My Spouse Is In The Nursing Home – Am I Going to Go Broke?
- Arwen Rasmussen
- 35 minutes ago
- 4 min read

By Attorney Alan Burch, Grosskopf & Burch, LLC
Paying for long-term care, especially nursing home care, can seem daunting when the cost can be $10,000 to $12,000 per month – or more. When a married couple in Wisconsin is no longer able or interested in privately paying out of pocket for care and they choose to apply for Medicaid, they learn quickly that it’s not a simple process.
Who can apply for Medicaid? A Medicaid applicant is someone residing in a nursing home, a community-based residential facility or an assisted-living facility, or receiving in- home care, who would like public assistance to help pay for their care.
What makes someone eligible to be on Medicaid in Wisconsin? To be eligible for Medicaid benefits in Wisconsin, a single applicant’s asset limit is $2,000 in addition to various “exempt assets.” However, Medicaid law provides special protections for the
spouse of a Medicaid applicant – also known as the “community spouse” – to ensure the spouse has the minimum support needed to continue residing at home and to not be financially strapped while the other spouse is receiving long-term-care benefits.
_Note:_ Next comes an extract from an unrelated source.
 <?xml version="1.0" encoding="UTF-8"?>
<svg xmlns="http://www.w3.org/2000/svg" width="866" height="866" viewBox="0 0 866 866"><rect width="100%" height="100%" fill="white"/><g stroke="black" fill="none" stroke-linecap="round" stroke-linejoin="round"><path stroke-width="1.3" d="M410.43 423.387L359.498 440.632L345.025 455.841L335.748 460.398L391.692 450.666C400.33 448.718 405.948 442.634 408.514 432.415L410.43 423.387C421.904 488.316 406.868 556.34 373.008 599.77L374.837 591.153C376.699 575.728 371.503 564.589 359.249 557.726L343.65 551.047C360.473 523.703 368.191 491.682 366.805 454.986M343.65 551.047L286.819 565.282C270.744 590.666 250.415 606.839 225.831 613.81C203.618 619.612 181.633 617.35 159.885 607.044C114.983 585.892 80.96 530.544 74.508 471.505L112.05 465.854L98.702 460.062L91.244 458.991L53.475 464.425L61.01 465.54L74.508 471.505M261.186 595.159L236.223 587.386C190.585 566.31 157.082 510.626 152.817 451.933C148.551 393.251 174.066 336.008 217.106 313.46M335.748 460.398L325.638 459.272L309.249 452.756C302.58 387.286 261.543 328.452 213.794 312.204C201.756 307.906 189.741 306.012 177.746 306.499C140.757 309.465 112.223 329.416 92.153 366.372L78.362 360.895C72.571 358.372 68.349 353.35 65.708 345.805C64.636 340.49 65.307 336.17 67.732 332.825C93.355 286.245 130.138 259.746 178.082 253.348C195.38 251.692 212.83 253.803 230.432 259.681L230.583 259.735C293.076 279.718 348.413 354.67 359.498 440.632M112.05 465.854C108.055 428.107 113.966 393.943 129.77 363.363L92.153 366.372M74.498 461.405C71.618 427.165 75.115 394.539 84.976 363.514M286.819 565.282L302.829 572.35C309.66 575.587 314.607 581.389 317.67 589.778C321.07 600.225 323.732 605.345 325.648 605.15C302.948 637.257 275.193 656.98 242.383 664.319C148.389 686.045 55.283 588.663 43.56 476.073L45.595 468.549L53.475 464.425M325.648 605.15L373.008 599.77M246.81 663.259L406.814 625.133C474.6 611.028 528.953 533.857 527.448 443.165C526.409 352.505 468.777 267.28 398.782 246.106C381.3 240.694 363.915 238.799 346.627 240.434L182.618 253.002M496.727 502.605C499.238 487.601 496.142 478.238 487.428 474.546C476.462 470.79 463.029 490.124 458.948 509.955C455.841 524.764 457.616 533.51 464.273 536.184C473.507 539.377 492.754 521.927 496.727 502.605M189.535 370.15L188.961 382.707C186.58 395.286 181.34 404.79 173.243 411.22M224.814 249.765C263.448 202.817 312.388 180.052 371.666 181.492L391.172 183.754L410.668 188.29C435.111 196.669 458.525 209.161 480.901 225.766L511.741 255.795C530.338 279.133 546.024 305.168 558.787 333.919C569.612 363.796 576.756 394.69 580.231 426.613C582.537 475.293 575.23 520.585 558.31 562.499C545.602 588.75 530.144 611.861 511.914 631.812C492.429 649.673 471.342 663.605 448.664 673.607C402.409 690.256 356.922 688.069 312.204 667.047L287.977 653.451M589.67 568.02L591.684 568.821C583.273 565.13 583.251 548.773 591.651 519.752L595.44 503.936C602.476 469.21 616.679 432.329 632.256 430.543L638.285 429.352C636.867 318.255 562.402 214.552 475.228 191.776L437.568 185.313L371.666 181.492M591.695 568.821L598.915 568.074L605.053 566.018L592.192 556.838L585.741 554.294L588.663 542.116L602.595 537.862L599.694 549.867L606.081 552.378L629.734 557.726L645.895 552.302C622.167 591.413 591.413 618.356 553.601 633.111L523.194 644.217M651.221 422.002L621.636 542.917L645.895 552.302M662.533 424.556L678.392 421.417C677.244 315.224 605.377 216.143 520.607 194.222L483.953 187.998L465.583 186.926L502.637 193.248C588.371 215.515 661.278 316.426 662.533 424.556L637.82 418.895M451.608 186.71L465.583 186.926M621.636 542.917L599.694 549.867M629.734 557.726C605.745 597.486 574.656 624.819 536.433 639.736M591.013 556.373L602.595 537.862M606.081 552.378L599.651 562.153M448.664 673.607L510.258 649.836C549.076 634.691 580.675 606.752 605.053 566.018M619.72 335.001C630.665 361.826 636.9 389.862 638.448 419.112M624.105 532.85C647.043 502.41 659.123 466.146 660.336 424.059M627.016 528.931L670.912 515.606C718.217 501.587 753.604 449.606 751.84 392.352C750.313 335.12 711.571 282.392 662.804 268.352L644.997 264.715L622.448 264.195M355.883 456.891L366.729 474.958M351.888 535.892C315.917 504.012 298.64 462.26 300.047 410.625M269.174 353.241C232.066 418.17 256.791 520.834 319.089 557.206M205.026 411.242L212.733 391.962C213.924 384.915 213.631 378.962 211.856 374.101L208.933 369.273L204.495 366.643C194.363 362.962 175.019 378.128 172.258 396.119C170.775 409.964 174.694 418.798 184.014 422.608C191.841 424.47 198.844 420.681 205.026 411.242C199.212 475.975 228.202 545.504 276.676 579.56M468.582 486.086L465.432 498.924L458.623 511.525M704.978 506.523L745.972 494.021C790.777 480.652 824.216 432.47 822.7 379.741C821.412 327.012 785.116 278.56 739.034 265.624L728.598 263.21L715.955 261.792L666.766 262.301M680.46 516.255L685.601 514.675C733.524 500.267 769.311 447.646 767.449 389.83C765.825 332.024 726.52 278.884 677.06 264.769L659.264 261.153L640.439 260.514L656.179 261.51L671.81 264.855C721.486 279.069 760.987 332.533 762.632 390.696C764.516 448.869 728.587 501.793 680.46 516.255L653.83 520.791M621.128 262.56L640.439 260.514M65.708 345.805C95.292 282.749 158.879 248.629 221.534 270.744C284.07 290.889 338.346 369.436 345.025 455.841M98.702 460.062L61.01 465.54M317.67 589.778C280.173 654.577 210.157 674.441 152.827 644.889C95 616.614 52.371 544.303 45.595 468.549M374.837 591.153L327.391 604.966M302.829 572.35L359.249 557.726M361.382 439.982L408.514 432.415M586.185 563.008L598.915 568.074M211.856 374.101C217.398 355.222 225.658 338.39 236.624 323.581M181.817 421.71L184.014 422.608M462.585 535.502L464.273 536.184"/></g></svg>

In 1988, Congress enacted the Medicare Catastrophic Coverage Act which includes the Medicaid law that protects community spouses from being forced to utilize all of the couple’s assets on only one of the spouse’s long-term care costs. Those rules are now known as the “spousal-impoverishment rules.” Spousal-impoverishment rules include the community-spouse resource allowance (“CSRA”). In Wisconsin, the CSRA is also known as the community-spouse asset share (“CSAS”). The CSRA/CSAS is the total “countable assets” the community spouse is allowed to keep in addition to the applicant spouse’s $2,000. They may include cash, stocks, bonds, life insurance, cars, tractors, ATVs, UTVs, boats, snowmobiles or any other assets not deemed exempt or unavailable. The community spouse is allowed to keep as much as one-half of the couple’s total countable assets. The most a community spouse is allowed to keep without a hearing or a court order is $157,920. The federal government set a standard in 2022 that the least a state may allow a community spouse to retain is $27,480. Some states are more generous to the community spouse; in Wisconsin, the minimum is $50,000.
When does a couple’s assets get counted? In order to assess if a couple is under the CSRA/CSAS, a couple’s assets are analyzed on a specific date, and this date can affect two major issues:
1. How much money the couple needs to spend, or plan with, before qualifying for benefits, and
2. How much a community spouse is allowed to keep.
This date is called the “snapshot date,” and is when Medicaid is taking a picture of the couple’s assets as of that specific date.
In Wisconsin the snapshot date is one of two dates:
1. The date of “institutionalization” – meaning the date on which the Medicaid applicant enters either a hospital or a long-term-care facility (i.e. a nursing home or assisted living facility), in which he or she then stays for at least 30 consecutive days
2. The date the Medicaid applicant was first determined functionally eligible by the applicant’s local Aging and Disability Resource Center for the home and community-based waivers program. This includes care in a community-based residential facility, assisted-living facility or in-home care.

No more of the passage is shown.